No FOMO really, it's not that I don't want her to go, I really do because I want her to have her own experiences and find her own way. I loved uni and the best time, I want that for her too. It's purely selfish of me, I'll just miss her face. You're absolutely right though, I would hate for her to stay just because I'd miss her, that would be much worse!

OP posts:
BananaFrogDooby · 10/09/2024 08:24

I'm very sad and tearful (when something catches me)... she's my best friend. But I'm also really excited for her about finally being able to take a leap towards the independence she is so ready for, and going to live in an amazing place to study something she loves. I am hoping and praying she loves it from day one - knowing she's happy will make it easier for me.

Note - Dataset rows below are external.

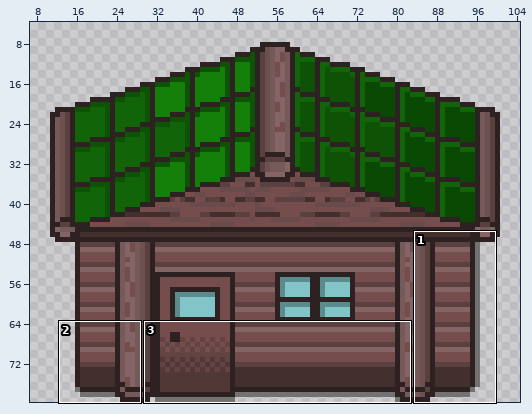
Sprite sheet: Fantasy Balkan Simulator/sprites/green_house_sprite/297e3d64-d2bb-4fb0-8dd5-dd91f4c4bb35.png. Above, an overview of the earlier version with the close-up marked.
Close-up. First the earlier version:
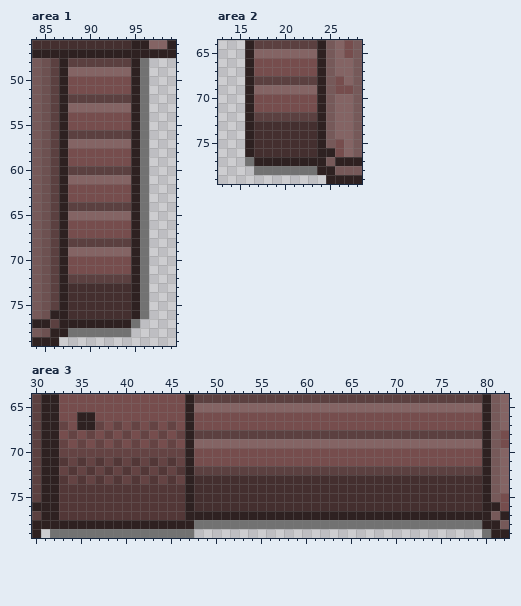
The file is 112x80 pixels. Shown: area 1: x 84..99, y 46..79; area 2: x 13..28, y 64..79; area 3: x 30..82, y 64..79. The wide view leaves out empty margins.
Now the later version:
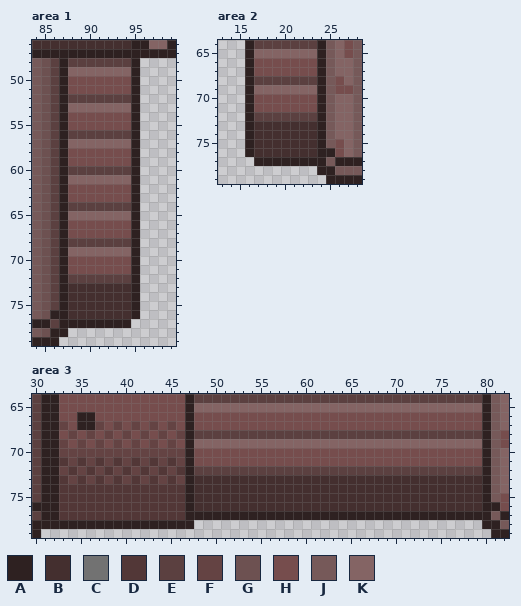
Palette (. is transparent): A #2e2121  B #442f2f  C #727272  D #523737  E #5b4040  F #644343  G #6d5151  H #764d4d  J #765959  K #846464
Difference:
Area 1:
y 48..76: x 96 C -> .
y 77: x 95 C -> .
y 78: x 88..94 CCCCCCC -> .......
Area 2:
y 77: x 16 C -> .
y 78: x 17..23 CCCCCCC -> .......
Area 3:
y 78: x 48..79 CCCCCCCCCCCCCCCCCCCCCCCCCCCCCCCC -> ................................
y 79: x 32..47 CCCCCCCCCCCCCCCC -> ................; x 80 C -> .

Icanthinkformyselfthanks · 10/09/2024 08:41

@Womblealongwithme , what you are experiencing is grief; the childhood stage with your daughter has passed. Recognise your emotion and be kind to yourself. I remember this so well and it was agony. You will worry about her and miss her badly, I cried for days and days both times. Hopefully she’ll keep in touch but don’t be surprised at how much she prioritises her new friends and how redundant you may feel.I found being uninvolved with my sons education really hard initially. She’ll be back soon enough with a heap of dirty laundry and lots of things to tell you. University holidays are long 😁.
Make the most of this time because she’ll still be coming home and she hasn’t done needing you yet.